Das mit den Kunststoffäden könnte natürliche sein, im Shirt steht jedenfalls 100% Merinowolle. Ein anderes Shirt aus einem Merino-Mix "funktioniert" dahingehend interessanterweise besser. Ich glaube deinem Tipp zu testen gibt es eigentlich nicht mehr viel hinzu zu fügen. 



iTobas schrieb:


> Merino-Kleidung ist was für Oma Käte. Warm, bequem, für das Sofa prima.



Richtig.



> ABer fürSport völlig ungeeignet


Falsch.



> weil sich das Zeug vollsaugt wie ein Schwamm.


Auch nicht ganz richtig. Nach dem Joggen oder intensiven Radeln sind die Klamotten in der Tat klamm, es gibt aber nie nasse Stellen, wie bei meinen normalen Baumwollsachen. Und wie schon erwähnt, wärmen die Sachen auch feucht noch erstaunlich gut.

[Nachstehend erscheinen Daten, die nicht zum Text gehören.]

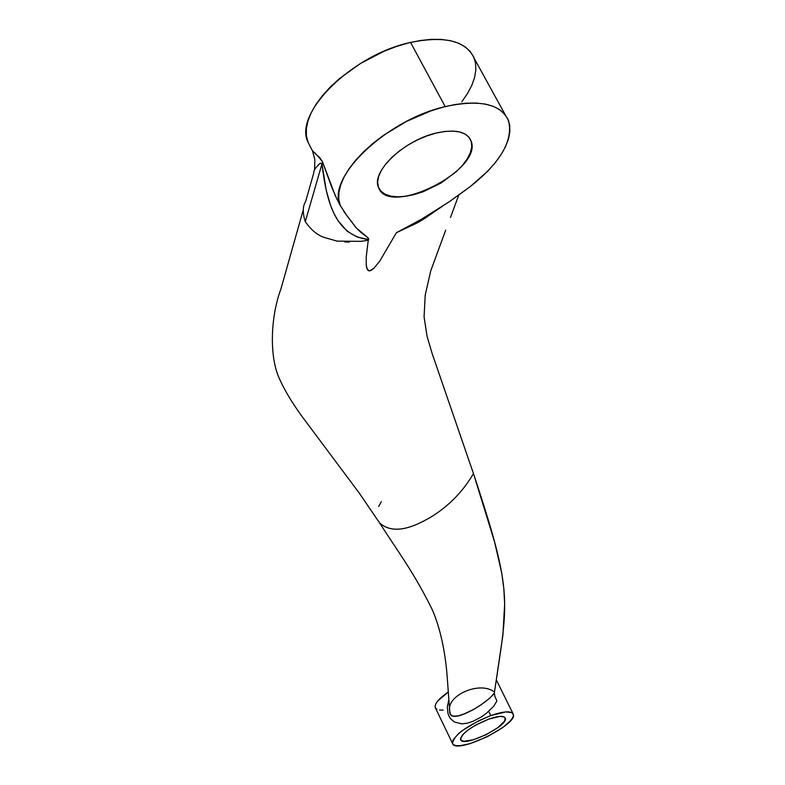 <?xml version="1.0" encoding="UTF-8"?>
<svg xmlns="http://www.w3.org/2000/svg" width="785" height="785" viewBox="0 0 785 785"><rect width="100%" height="100%" fill="white"/><g stroke="black" fill="none" stroke-linecap="round" stroke-linejoin="round"><path stroke-width="1.18" d="M505.255 114.806L474.356 58.649C466.388 40.889 445.124 35.472 410.565 42.429L445.193 106.613C479.939 99.126 501.085 103.905 508.621 120.939C513.204 140.711 500.467 162.554 470.392 186.457L449.226 201.774L465.191 190.372M305.257 221.684L305.286 221.723C302.519 212.98 302.627 206.278 305.591 201.588L313.745 173.043M313.853 171.415L315.187 168.569L318.563 164.673L320.545 163.211L321.968 163.918L305.277 221.704C311.164 229.976 317.464 235.215 324.176 237.413L337.108 241.123L360.864 241.348L368.234 240.259L366.202 257.274L366.252 265.251L367.37 269.481L369.568 270.845L373.738 268.421L379.685 261.238L396.396 232.703L423.213 218.318L449.226 201.774L419.475 220.487L396.503 232.645M344.664 241.917L349.354 242.065M428.08 215.375L423.478 219.201L417.09 222.969L426.893 217.072M445.713 230.133L430.759 270.825L425.215 295.003L424.077 316.826L427.04 336.215L432.25 353.878L473.463 473.551C463.65 490.517 450.247 504.539 433.261 515.617C417.551 525.175 394.718 536.508 379.646 522.987L377.977 520.465M435.881 133.116C403.873 140.476 371.04 171.846 378.439 187.203C387.898 217.965 483.707 169.992 471.039 140.829C466.722 131.438 455.006 128.868 435.881 133.116L426.559 136.021L417.159 140.044L408.053 145.029L399.624 150.769L392.206 157.02L386.102 163.535L381.53 170.041L378.674 176.291L377.614 182.042L378.39 187.065L380.931 191.177L385.131 194.238L390.812 196.142L397.75 196.839L405.678 196.299L414.284 194.562L423.272 191.687L441.052 183.023L456.448 171.542L462.542 165.252L467.232 158.904L470.343 152.712L471.736 146.932L471.334 141.771L469.145 137.444L465.22 134.127L459.696 131.968L452.788 131.056L444.742 131.438L435.881 133.116M308.103 142.389L306.405 135.942L306.356 128.769L307.955 120.988L311.203 112.765L316.061 104.258L322.449 95.623L330.24 87.056L339.297 78.726L360.433 63.487L384.12 51.221L396.288 46.541L408.337 42.969L420.014 40.565L431.063 39.378L441.268 39.427L450.433 40.692L458.371 43.136L464.946 46.688L470.038 51.27L473.581 56.775L475.524 63.085L475.847 70.061L474.582 77.568L471.765 85.467L467.467 93.592L461.796 101.805M339.542 204.198L335.264 195.583L322.409 161.563C317.375 155.381 314.108 151.907 312.616 151.132L311.478 148.934L312.921 151.515L319.662 157.52L322.409 161.563L331.829 187.507L337.226 199.704M470.392 186.457L487.887 171.022L495.021 162.986L500.899 154.91L505.383 146.952L508.395 139.249L509.838 131.949L509.681 125.198L507.895 119.134L504.48 113.884L499.495 109.557L493 106.25L485.12 104.062L475.985 103.031L465.77 103.218L454.692 104.601L442.946 107.182L430.808 110.911L406.336 121.489L383.335 135.452L373.012 143.341L363.759 151.603L355.752 160.081L349.168 168.579L344.115 176.929L340.67 184.956L338.894 192.521L338.786 199.469L340.337 205.67L346.391 214.884L340.18 205.287C326.305 177.773 386.318 119.879 445.193 106.613L410.565 42.429C352.043 54.793 293.433 113.217 307.936 141.987L310.065 146.167M360.864 241.348L368.44 240.2L368.656 239.562L357.146 237.041L347.284 231.33L338.09 220.82L333.87 213.265L330.456 205.081L326.236 190.284L321.968 163.918L322.399 161.749L321.968 163.918L320.506 163.221L319.416 163.908L315.56 168.059L313.99 170.924L313.755 173.083M423.478 219.201L423.517 218.132L423.478 219.201L442.338 206.357M368.44 240.2L368.479 238.395L367.723 237.521L356.478 228.131L346.391 214.884L355.664 227.257L360.776 232.34L367.723 237.521L368.656 239.562C334.292 235.539 326.275 199.39 321.968 163.918L305.277 221.704M324.176 237.413L337.108 241.123M417.09 222.969L396.376 232.713L379.685 261.238L373.738 268.421L370.667 270.589C368.214 271.571 366.742 269.785 366.252 265.251L366.202 257.274L368.234 240.259M381.353 501.664L378.664 506.492M377.997 520.484L379.616 522.967C394.61 536.498 417.532 525.204 433.232 515.647C450.227 504.559 463.641 490.527 473.463 473.551L494.56 541.866L501.782 573.266L503.852 588.74L504.647 604.214L502.91 635.016L494.334 693.106L489.889 698.101L480.224 705.421L473.463 709.532L463.621 714.144L458.322 715.832L453.426 716.205L450.668 714.762L449.726 711.357M496.876 701.025L494.893 696.324L496.876 701.025L493.696 706.274L486.474 713.202L481.558 716.852L473.129 721.238L467.36 723.191L461.845 723.858L454.544 722.053L450.531 718.717L448.981 716.195L447.931 713.251L447.322 706.951L448.922 699.278M493.48 691.379C478.909 681.135 445.929 695.628 449.736 711.465C449.089 726.41 487.554 703.252 494.334 693.106L494.334 693.106C508.17 599.043 513.89 595.619 473.463 473.551M435.449 707.991L435.106 706.098L435.93 703.684L437.902 700.848L448.402 691.919C438.687 698.719 434.311 703.968 435.292 707.668L452.543 743.493C453.828 735.005 466.565 725.693 490.782 715.577L488.682 711.298L490.782 715.577C503.685 711.171 511.172 710.68 513.243 714.114C518.787 724.369 455.634 754.974 452.543 743.493M494.334 693.106L494.893 696.324M488.692 719.129C470.921 726.557 461.56 733.396 460.609 739.647C462.826 748.105 509.357 725.566 505.236 718.039C503.695 715.518 498.181 715.881 488.692 719.129L475.543 725.183L467.938 730.07L462.65 734.75L460.501 738.518L460.716 739.862L463.65 741.256L473.218 739.833L485.984 734.77L497.729 727.744L504.588 721.062L505.187 717.932L504.206 716.96L499.839 716.411L488.692 719.129M435.459 708.001L436.96 709.336M439.551 710.042L443.113 710.101M490.782 715.577L505.952 711.887L511.879 712.652L513.194 713.987L513.341 715.881L512.33 718.255L510.211 721.032L502.999 727.332L487.063 736.85L469.754 743.729L460.285 745.662L456.733 745.681L454.172 745.063L452.7 743.817L452.396 741.982L453.259 739.647L458.391 733.779L462.463 730.492L478.742 720.718L490.782 715.577M303.373 209.448L280.922 288.968C270.246 317.552 269.157 358.166 279.99 379.96C284.965 390.891 292.334 403.088 302.097 416.55L359.177 492.98L379.646 522.987M458.754 195.082L450.512 217.425M471.039 140.829L469.361 137.728M340.464 205.984L335.47 196.034L340.18 205.287M314.569 169.54L314.834 159.679L312.558 151.054L307.936 141.987M343.84 211.479L348.314 217.592M402.803 229.426L417.326 221.684M379.616 522.967C398.437 552.355 413.616 572.01 432.044 609.209C442.838 633.426 446.214 663.492 447.146 676.238L449.736 711.465M496.444 680.134L513.056 713.722"/></g></svg>

Meine Jacke von Sugoi bekommt bei Nieselregen einen dünnen Wasserfilm auf der Oberfläche, es dringt also nicht ins Gewebe ein. Erst bei richtigem Regen wird man auch wirklich nass.



> Und wenn nach ein paar Wäschen das Wollfett draussen ist, dann ist es eh ganz vorbei.


Ein Interessanter Ansatz, würde sich mit meinem Gefühl decken, dass die so hochgelobten Eigenschaften der Kleidung am Anfang in der  Tat deutlich stärker ausgeprägt waren. Das gilt aber leider auch für meine Softshell Jacke.


----------



## MTB-News.de




----------



## lorenz4510 (5. Dezember 2012)

"Und wenn nach ein paar Wäschen das Wollfett draussen ist, dann ist es eh ganz vorbei."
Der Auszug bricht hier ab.